Dans les matières relevant du droit du travail il appartient donc au territoire dans le cadre des principes directeurs fixés par l'Etat, non seulement de définir les règles applicables mais aussi de déterminer, en tant que de besoin, les pénalités administratives sanctionnant les infractions aux règles qu'il édicte, pénalités à défaut desquelles ces règles constitueraient des obligations dépourvues de sanctions. Par suite, le Congrès du Territoire est compétent, en se fondant sur l'article 55 de l'ordonnance du 13 novembre 1985 qui réserve une priorité d'emploi aux handicapés et laisse le soin au Congrès de fixer les modalités de cette priorité, pour instituer, sous le contrôle du juge et dans le respect des principes généraux, des pénalités à la charge des employeurs qui n'établissent pas la déclaration annuelle relative à l'emploi des travailleurs handicapés ou qui refusent une personne handicapée proposée par le service de l'emploi.

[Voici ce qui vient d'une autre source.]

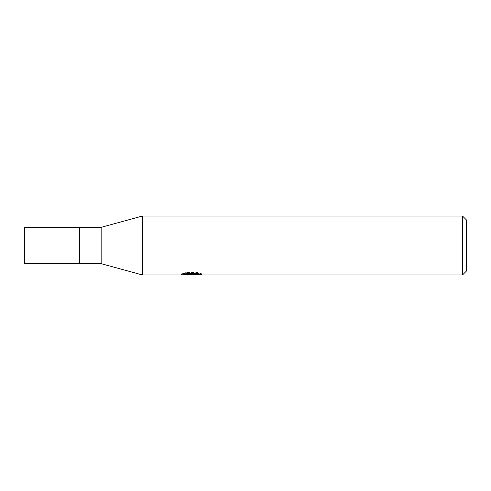 <?xml version="1.0" encoding="UTF-8"?>
<svg xmlns="http://www.w3.org/2000/svg" width="491" height="491" viewBox="0 0 491 491"><rect width="100%" height="100%" fill="white"/><g stroke="black" fill="none" stroke-linecap="round" stroke-linejoin="round"><path stroke-width="0.37" stroke-dasharray="2.46 1.84" d="M142.39 274.96L142.39 216.04M183.247 274.401L183.247 273.395L192.668 273.395L181.467 273.978L185.782 272.597L190.097 273.978L199.236 273.162L199.236 273.739L194.497 273.96M199.236 273.739L199.236 274.727L199.236 274.168L194.497 274.494M194.614 274.96L199.236 274.727M191.944 273.726L191.944 274.451M185.782 272.597L185.782 273.628L181.467 274.96L181.467 273.978L190.097 273.978M188.065 274.672L185.782 273.628M195.964 273.628L201.31 273.493L197.934 272.597L186.316 272.597L186.316 273.628M186.316 272.597L183.253 273.395M197.934 272.597L197.934 273.628M201.31 273.493L201.31 274.494M199.236 273.162L199.236 274.168M466.45 219.968L466.45 271.032M462.522 216.04L462.522 274.96M101.146 227.333L101.146 263.667M79.542 227.333L79.542 263.667M24.55 227.333L24.55 263.667M191.49 273.978L192.668 273.978M191.429 274.942L191.429 273.96"/><path stroke-width="0.74" d="M181.67 273.917L181.467 274.96L142.39 274.96L101.146 263.667L79.542 263.667L79.542 227.333L101.146 227.333L142.39 216.04L462.522 216.04L466.45 219.968L466.45 271.032L462.522 274.96L194.608 274.96L194.497 273.96L195.964 273.628M101.146 263.667L101.146 227.333M194.497 274.494L191.49 274.96L188.065 274.672M191.49 274.96L190.097 274.96M462.522 274.96L462.522 216.04M142.39 274.96L142.39 216.04M181.67 274.899L192.668 274.401L183.247 274.401M183.253 274.401L186.316 273.628L197.934 273.628L201.31 274.494L194.497 274.942M192.668 273.628L192.668 274.401M79.542 263.667L24.55 263.667L24.55 227.333L79.542 227.333M192.668 273.978L194.497 273.978"/></g></svg>

Le présent avis sera notifié au tribunal administratif de Nouméa, à la société S.D.G. Continent S.A., au territoire de la Nouvelle-Calédonie, au ministre de l'outre-mer et au délégué du gouvernement pour la Nouvelle-Calédonie et les îles Wallis et Futuna, Haut-commissaire de la République en Nouvelle-Calédonie.